## Entries taken from a collection:
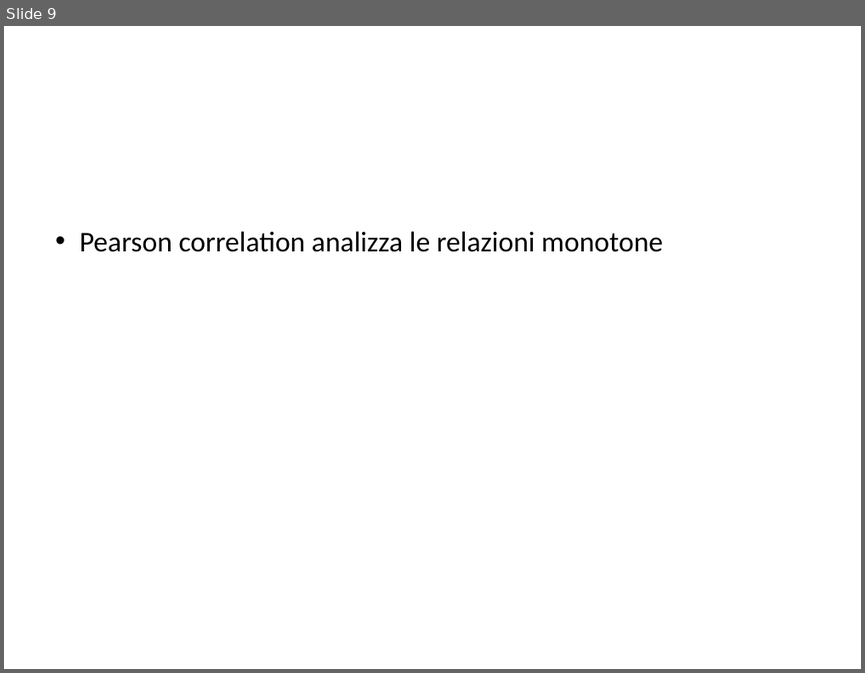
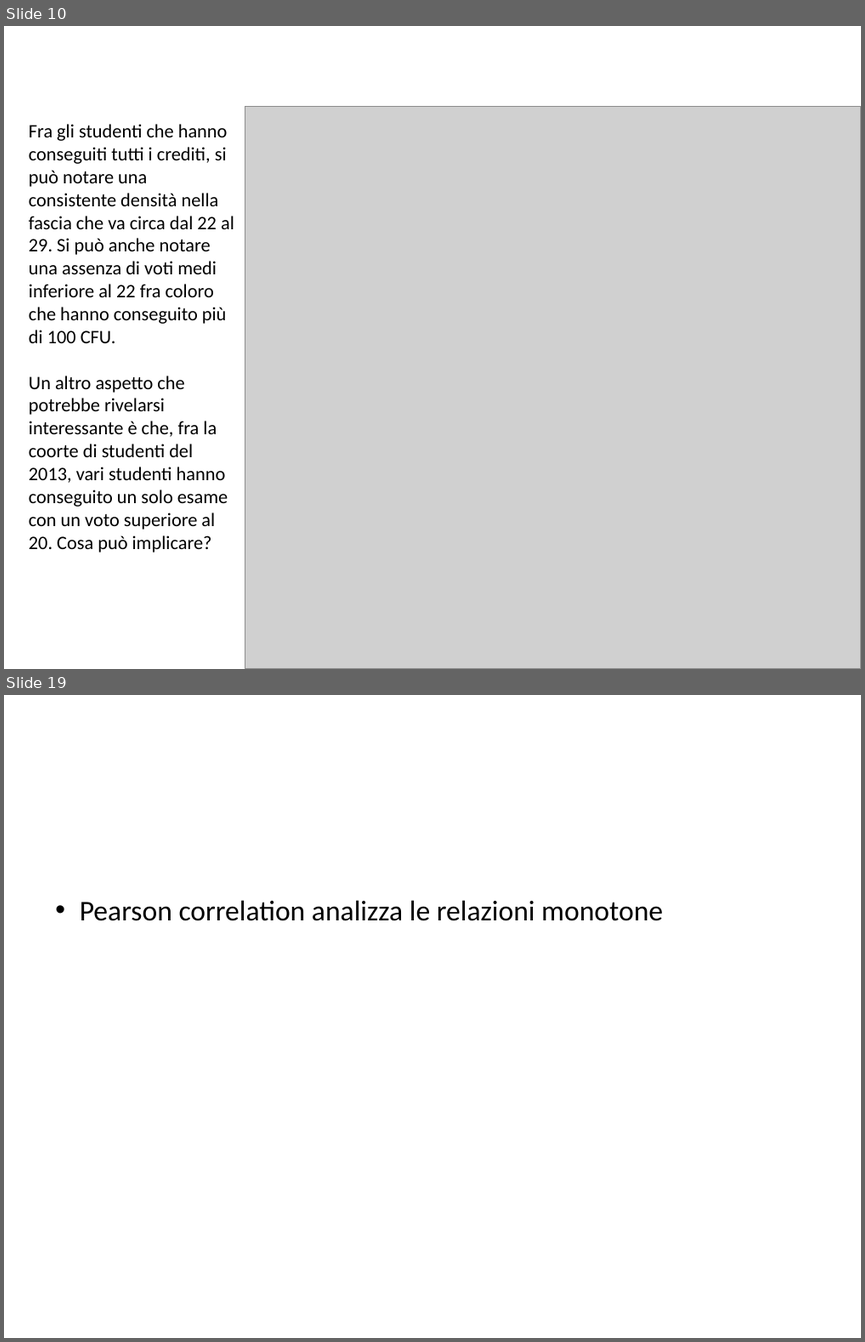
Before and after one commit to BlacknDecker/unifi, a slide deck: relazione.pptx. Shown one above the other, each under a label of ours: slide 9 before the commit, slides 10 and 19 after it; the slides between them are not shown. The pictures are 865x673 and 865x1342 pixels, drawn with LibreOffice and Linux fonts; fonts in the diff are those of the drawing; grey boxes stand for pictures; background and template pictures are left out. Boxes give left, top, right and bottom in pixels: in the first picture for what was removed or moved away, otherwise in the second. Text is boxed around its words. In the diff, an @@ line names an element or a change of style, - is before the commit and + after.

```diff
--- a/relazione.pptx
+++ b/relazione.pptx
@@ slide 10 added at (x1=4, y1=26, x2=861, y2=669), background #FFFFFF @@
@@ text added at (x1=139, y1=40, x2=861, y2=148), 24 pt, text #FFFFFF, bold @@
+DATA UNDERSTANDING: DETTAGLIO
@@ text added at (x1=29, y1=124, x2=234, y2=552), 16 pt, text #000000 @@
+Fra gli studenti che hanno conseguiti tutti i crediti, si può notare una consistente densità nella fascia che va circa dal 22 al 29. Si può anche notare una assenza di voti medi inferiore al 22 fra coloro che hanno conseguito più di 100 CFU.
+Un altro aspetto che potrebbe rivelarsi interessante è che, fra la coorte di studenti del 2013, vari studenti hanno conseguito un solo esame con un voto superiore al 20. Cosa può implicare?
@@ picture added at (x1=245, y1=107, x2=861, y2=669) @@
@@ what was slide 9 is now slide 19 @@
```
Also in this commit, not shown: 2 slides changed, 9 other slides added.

## What you will do:
Leave out the pictures, then copy all the remaining text in the records exactly.

## Worked solution:
Before and after one commit to BlacknDecker/unifi, a slide deck: relazione.pptx. Shown one above the other, each under a label of ours: slide 9 before the commit, slides 10 and 19 after it; the slides between them are not shown. The pictures are 865x673 and 865x1342 pixels, drawn with LibreOffice and Linux fonts; fonts in the diff are those of the drawing; grey boxes stand for pictures; background and template pictures are left out. Boxes give left, top, right and bottom in pixels: in the first picture for what was removed or moved away, otherwise in the second. Text is boxed around its words. In the diff, an @@ line names an element or a change of style, - is before the commit and + after.

```diff
--- a/relazione.pptx
+++ b/relazione.pptx
@@ slide 10 added at (x1=4, y1=26, x2=861, y2=669), background #FFFFFF @@
@@ text added at (x1=139, y1=40, x2=861, y2=148), 24 pt, text #FFFFFF, bold @@
+DATA UNDERSTANDING: DETTAGLIO
@@ text added at (x1=29, y1=124, x2=234, y2=552), 16 pt, text #000000 @@
+Fra gli studenti che hanno conseguiti tutti i crediti, si può notare una consistente densità nella fascia che va circa dal 22 al 29. Si può anche notare una assenza di voti medi inferiore al 22 fra coloro che hanno conseguito più di 100 CFU.
+Un altro aspetto che potrebbe rivelarsi interessante è che, fra la coorte di studenti del 2013, vari studenti hanno conseguito un solo esame con un voto superiore al 20. Cosa può implicare?
@@ picture added at (x1=245, y1=107, x2=861, y2=669) @@
@@ what was slide 9 is now slide 19 @@
```
Also in this commit, not shown: 2 slides changed, 9 other slides added.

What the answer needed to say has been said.